L’autorité religieuse est-elle le modèle de l’autorité politique ?
Extrait du document
«
Définition des termes du sujet:
MODÈLE: Le terme recouvre des réalités et des utilisations différentes selon les disciplines dans lesquelles il intervient.
Au sens courant,
il est ce qu'on imite (modèle de comportement, de vêtement, etc.) ; au sens scientifique, il est plutôt ce qui imite, ou évoque.
Il désigne
alors la représentation simplifiée, qui recourt fréquemment au symbolisme mathématique, des relations et des fonctions intervenant entre
les éléments d'un ensemble ou d'un système.
De ce point de vue, on peut affirmer que l'élaboration de modèles est devenue une
pratique présente dans toutes les disciplines scientifiques.

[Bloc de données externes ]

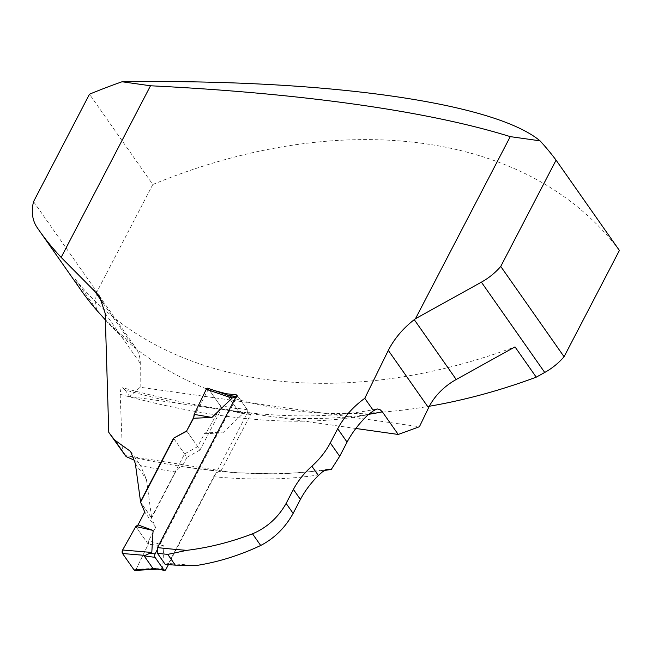 <?xml version="1.0" encoding="UTF-8"?>
<svg xmlns="http://www.w3.org/2000/svg" width="652" height="652" viewBox="0 0 652 652"><rect width="100%" height="100%" fill="white"/><g stroke="black" fill="none" stroke-linecap="round" stroke-linejoin="round"><path stroke-width="0.49" stroke-dasharray="3.26 2.44" d="M193.668 417.451L208.518 388.918L215.331 390.809M151.663 517.924L175.592 471.958A523.882 224.451 27.5 0 1 140.555 465.667L146.423 479.367L151.663 517.924L140.604 502.154M319.081 474.811A523.882 224.451 27.5 0 1 213.701 476.71L168.566 563.418A523.882 224.451 -152.5 0 0 197.303 565.357M213.701 476.71C215.804 472.887 218.257 471.127 221.044 471.429L182.112 466.612C179.61 466.775 177.434 468.56 175.592 471.958M328.086 469.204C296.978 474.411 261.199 475.137 220.743 471.388L250.661 414.533L236.929 394.957M324.614 470.467L281.126 474.02L232.805 472.667L125.225 455.52M134.72 460.361L140.555 465.667M355.837 428.47L181.427 403.816A537.044 230.091 27.5 0 1 125.127 390.002L122.592 387.712L121.036 388.339L120.115 393.278L122.454 451.86M168.566 563.418L165.152 564.29M181.427 403.816L129.683 396.506L140.156 387.255L419.423 426.726M140.156 387.255L140.278 363.376A50.18 34.988 -35 0 0 135.624 347.695A50.18 34.988 -35 0 0 130.628 342.43A497.721 346.994 145 0 1 105.428 319.7M81.068 290.213A497.721 346.994 145 0 1 79.153 287.434A53.472 37.278 -35 0 1 75.51 279.545A495.667 345.56 -35 0 0 515.007 346.888M75.51 279.545L96.74 309.822A495.667 345.56 -35 0 0 101.476 315.519M105.445 320.026A495.667 345.56 -35 0 0 429.342 406.245M33.562 201.623L96.887 291.925L152.804 184.5L89.479 94.206M125.127 390.002L129.683 396.506M152.804 184.5A495.667 345.56 145 0 1 619.4 250.45M96.74 309.822A53.472 37.278 145 0 1 96.887 291.925M250.661 414.533L239.7 412.985L221.9 407.997L200.034 449.994L186.659 430.923M200.034 449.994L186.953 457.313L173.546 438.201M221.9 407.997L208.518 388.918M239.7 412.985L226.904 394.745M186.953 457.313L182.112 466.612M157.466 549.367L236.423 397.679A2.469 1.418 -82 0 1 237.784 396.685A2.469 1.418 -82 0 1 238.469 397.149L227.507 395.601L228.925 395.438M238.469 397.149L247.271 409.709A2.469 1.418 -82 0 1 247.263 413.132L168.42 564.591M155.469 569.114L160.832 568.683L162.633 567.908L163.929 545.903L148.257 544.233L148.868 540.353L163.929 545.903M204.378 433.719L222.756 432.895L206.602 432.137L204.378 433.719L197.662 446.612L184.581 453.939L151.394 517.688L155.583 527.452L148.868 540.353M222.756 432.895L242.984 413.564L236.309 408.16L227.507 395.601M237.45 408.853L219.863 405.096L208.355 388.682A2.469 1.418 98 0 0 207.817 388.25M208.355 388.682L227.996 395.365M134.899 570.41A2.469 1.418 98 0 0 136.146 569.318L162.633 567.908M136.146 569.318L148.257 544.233L135.803 526.474L148.257 544.233L135.82 569.84M219.863 405.096A2.469 1.418 -82 0 1 219.805 408.608L242.984 413.564M219.805 408.608L206.602 432.137M151.394 517.688L140.555 502.236M155.583 527.452L144.744 511.999M173.742 438.486L184.581 453.939M197.662 446.612L186.822 431.159M135.347 463.572L146.423 479.367M120.147 394.305A523.882 224.451 -152.5 0 0 368.298 414.574M368.535 414.346A537.044 230.091 27.5 0 1 278.184 417.492M103.195 303.31L130.628 342.43M105.176 313.327L140.278 363.376M37.058 227.409L79.153 287.434M236.423 397.679L235.576 397.565M247.263 413.132L242.177 412.414M165.91 569.4L160.832 568.683M247.271 409.709L236.309 408.16M125.2 455.43C157.018 462.83 187.336 467.997 216.154 470.94M376.546 409.008C309.928 422.912 225.282 415.813 122.592 387.712M130.498 451.233L141.557 467.003M99.291 295.886L135.624 347.695M237.784 396.685L236.146 396.457M156.496 569.261L157.499 569.204"/><path stroke-width="0.98" d="M140.604 502.154L135.347 463.572L130.596 451.445L114.54 439.937L108.77 432.349L105.176 313.327L99.291 295.886L61.158 257.401L150.498 85.779C302.055 93.269 428.331 111.117 510.255 136.627L415.446 318.747L414.256 319.659C402.977 328.437 394.321 338.681 388.307 350.393L364.778 398.307C353.164 406.742 344.134 416.881 337.687 428.731L330.303 442.92C325.845 451.388 319.7 459.155 311.876 466.213C304.036 473.246 297.882 480.989 293.408 489.44L286.13 503.417C278.217 517.492 267.01 527.623 252.511 533.817L260.694 545.479C274.378 538.381 285.193 527.688 293.139 513.401L286.13 503.417M167.76 554.387L175.306 565.145A519.766 222.691 27.5 0 1 165.152 564.29L157.45 553.312A797.999 341.901 -152.5 0 0 167.76 554.387L186.774 550.345C208.827 547.639 230.743 542.13 252.511 533.817M186.774 550.345A793.883 340.132 27.5 0 1 157.474 547.598L157.45 553.312M215.331 390.809L226.179 393.71L236.929 394.957L157.474 547.598M140.4 501.869L173.546 438.201L186.659 430.923L193.668 417.451M293.139 513.401L300.409 499.424C304.924 490.923 310.922 482.953 318.396 475.504L322.381 471.901L325.438 470.051L328.478 469.147L331.306 469.407L324.614 470.467M260.694 545.479C240.123 555.227 218.99 561.853 197.303 565.357L175.306 565.145M108.77 432.349L125.2 455.43M125.225 455.52L126.276 456.669L134.72 460.361M331.306 469.407L339.676 456.294L347.068 442.105C352.414 432.146 359.496 422.969 368.298 414.574L373.506 410.752L364.778 398.307M429.342 406.245A495.667 345.56 -35 0 0 536.237 377.166L544.722 372.463A50.18 34.988 -35 0 0 564.07 356.734L500.744 266.44L556.074 160.147A495.667 345.56 -35 0 0 540.027 140.832C494.143 102.592 326.685 78.925 122.063 81.761L150.498 85.779M510.255 136.627L540.027 140.832M500.744 266.44A50.18 34.988 145 0 1 481.396 282.161L415.446 318.747M564.07 356.734L619.4 250.45L556.074 160.147M373.506 410.752L377.084 408.926L379.929 409.546L382.365 411.844L398.225 434.46L419.423 426.726L428.568 407.793A50.18 34.988 145 0 1 456.221 379.497L515.007 346.888L536.237 377.166M398.225 434.46L355.837 428.47M105.428 319.7A497.721 346.994 145 0 1 81.068 290.213L38.973 230.189A497.721 346.994 -35 0 0 61.158 257.401M101.476 315.519A495.667 345.56 -35 0 0 105.445 320.026M38.973 230.189A497.721 346.994 -35 0 1 37.058 227.409A53.472 37.278 -35 0 1 33.562 201.623L89.479 94.206A495.667 345.56 -35 0 1 122.063 81.761M126.276 456.669L114.54 439.937M228.705 395.405L207.817 388.25A2.469 1.418 98 0 0 206.26 389.293L194.149 414.387L193.538 418.266L186.659 430.923M186.822 431.159L173.546 438.201M226.904 394.745L226.179 393.71M168.42 564.591L165.91 569.4A2.469 1.418 -82 0 1 164.548 570.394A2.469 1.418 -82 0 1 163.864 569.929L155.062 557.378A2.469 1.418 -82 0 1 155.078 553.947L157.466 549.367M229.121 395.503L232.145 398.111L211.924 417.443L194.149 414.387M193.538 418.266L211.924 417.443M173.742 438.486L140.555 502.236L144.744 511.999L138.028 524.901L153.09 530.451L151.802 552.456L144.1 555.83L152.902 568.381L164.548 570.394M156.496 569.261L134.899 570.41A2.469 1.418 98 0 1 134.059 569.938L122.543 553.515L144.695 555.374M122.543 553.515A2.469 1.418 -82 0 1 122.6 550.003L151.802 552.456M153.09 530.451L135.803 526.474L138.028 524.901M122.6 550.003L135.803 526.474L122.6 550.003L122.543 553.515L134.059 569.938L135.82 569.84M206.26 389.293L232.145 398.111M134.059 569.938L154.157 568.87M382.365 411.844A537.044 230.091 27.5 0 1 368.535 414.346M347.068 442.105L337.687 428.731M311.876 466.213L318.396 475.504M300.409 499.424L293.408 489.44M339.676 456.294L330.303 442.92M456.221 379.497L414.256 319.659M428.568 407.793L388.307 350.393M544.722 372.463L481.396 282.161M93.48 289.464L103.195 303.31M155.078 553.947L149.993 553.23M235.576 397.565L231.338 396.962M155.062 557.378L144.1 555.83M163.864 569.929L152.902 568.381M236.146 396.457L228.925 395.438"/></g></svg>
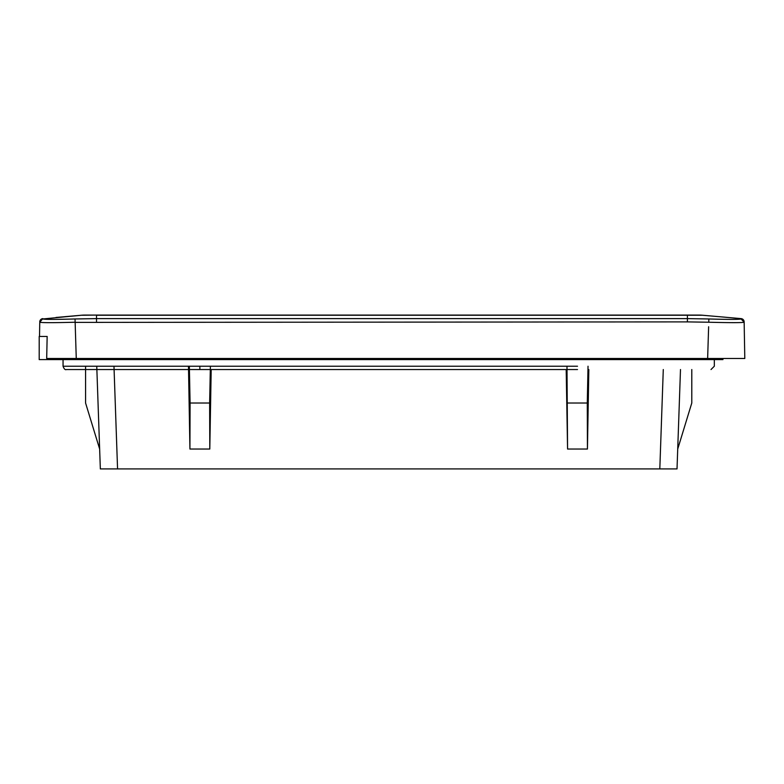 <?xml version="1.0" encoding="UTF-8"?>
<svg xmlns="http://www.w3.org/2000/svg" width="784" height="784" viewBox="0 0 784 784"><rect width="100%" height="100%" fill="white"/><g stroke="black" fill="none" stroke-linecap="round" stroke-linejoin="round"><path stroke-width="1.18" d="M75.146 322.391L687.401 321.891L687.401 318.618L708.873 318.97C728.405 319.529 739.145 319.529 741.086 318.97L741.105 318.618A3.342 3.342 0 0 1 744.153 321.94L744.369 334.484L744.153 321.94A3.342 3.342 0 0 0 741.105 318.618L702.493 315.237A40.062 40.062 90 0 0 699.005 315.08L84.907 315.08A40.062 40.062 49.4 0 0 81.418 315.237L42.826 318.97C44.757 319.529 55.497 319.529 75.039 318.97L96.51 318.618L96.51 315.237L702.493 315.237A40.062 40.062 90 0 0 699.005 315.08L701.798 315.178A40.062 40.062 90 0 1 702.493 315.237A40.062 40.062 90 0 0 701.798 315.178M75.039 318.97L76.264 358.484L707.638 358.484L708.628 326.761M707.638 358.484L744.8 358.484L744.163 322.92M76.264 358.484L46.687 358.484L47.158 336.454L39.514 336.454L39.749 322.93M708.765 358.484L716.302 358.484M728.385 358.484L730.796 358.484L728.385 358.484M72.275 319.059L55.037 319.382M48.686 319.372L45.786 319.304M39.759 321.891L39.759 322.234C41.885 322.802 53.675 322.802 75.146 322.234C53.675 322.802 41.885 322.802 39.759 322.234L42.806 318.618A3.342 3.342 0 0 0 39.759 321.881A3.342 3.342 0 0 1 42.806 318.618A3.342 3.342 0 0 0 39.759 321.881L39.759 321.881A3.342 3.342 0 0 1 42.806 318.618M84.907 315.08A40.062 40.062 0 0 0 81.418 315.237L55.978 317.461M710.765 319.029L708.873 318.97L708.765 322.234L687.401 321.891M197.176 366.226L116.512 366.226M510.992 366.226L199.861 366.226L199.861 369.538L66.366 369.538C65.199 370.107 64.092 368.999 63.053 366.226L577.504 366.226M714.322 366.226L714.322 359.601L714.322 366.226L711.01 369.538M577.504 369.538L199.861 369.538M39.2 336.414L39.2 359.601L722.936 359.601L722.936 358.484L722.936 359.601M47.461 359.601L59.074 359.601L47.461 359.601M85.574 403.015L85.574 366.226L85.574 403.015L99.646 449.036L96.755 366.226L100.342 468.92L96.755 366.226M100.342 468.92L677.023 468.92L680.492 369.538M147.813 468.92L380.407 468.92M188.483 366.226L189.924 449.036L209.798 449.036L211.19 369.538M566.185 369.538L567.567 449.036L587.441 449.036L588.833 369.538M189.924 449.036L190.091 403.015L209.632 403.015L210.386 366.226M189.346 366.226L190.091 403.015M209.632 403.015L209.798 449.036M567.567 449.036L566.989 366.226M567.734 403.015L587.275 403.015L588.029 366.226M587.275 403.015L587.441 449.036M677.719 449.036L691.792 403.015L691.792 369.538L691.792 403.015M687.401 315.08L687.401 318.618L96.51 318.618L96.51 321.94M741.086 318.97L744.153 322.234C742.046 322.783 730.247 322.783 708.765 322.234M742.262 319.294L743.242 320.009M744.153 321.94A3.342 3.342 0 0 0 741.105 318.618M81.418 315.237L96.51 315.08M59.074 359.601L59.074 358.484M703.052 358.484L703.052 359.601M659.814 468.92L663.284 369.538M113.974 366.226L117.561 468.92M744.663 351.212L744.8 358.484M63.053 359.601L63.053 366.226"/></g></svg>

Au XXe siècle, la modélisation se déploie particulièrement dans les recherches
relevant du structuralisme.
Parce qu'il schématise, le modèle autorise une compréhension plus précise ou efficace.
Mais, dans la mesure où il laisse de côté les
qualités propres des éléments constituant l'ensemble auquel il correspond, il ne peut être confondu avec la réalité.
POLITIQUE: 1) comme adjectif, qui a rapport aux affaires publiques, à l'État.
2) Comme nom au féminin: science ou art de diriger les
affaires publiques, de gouverner un État.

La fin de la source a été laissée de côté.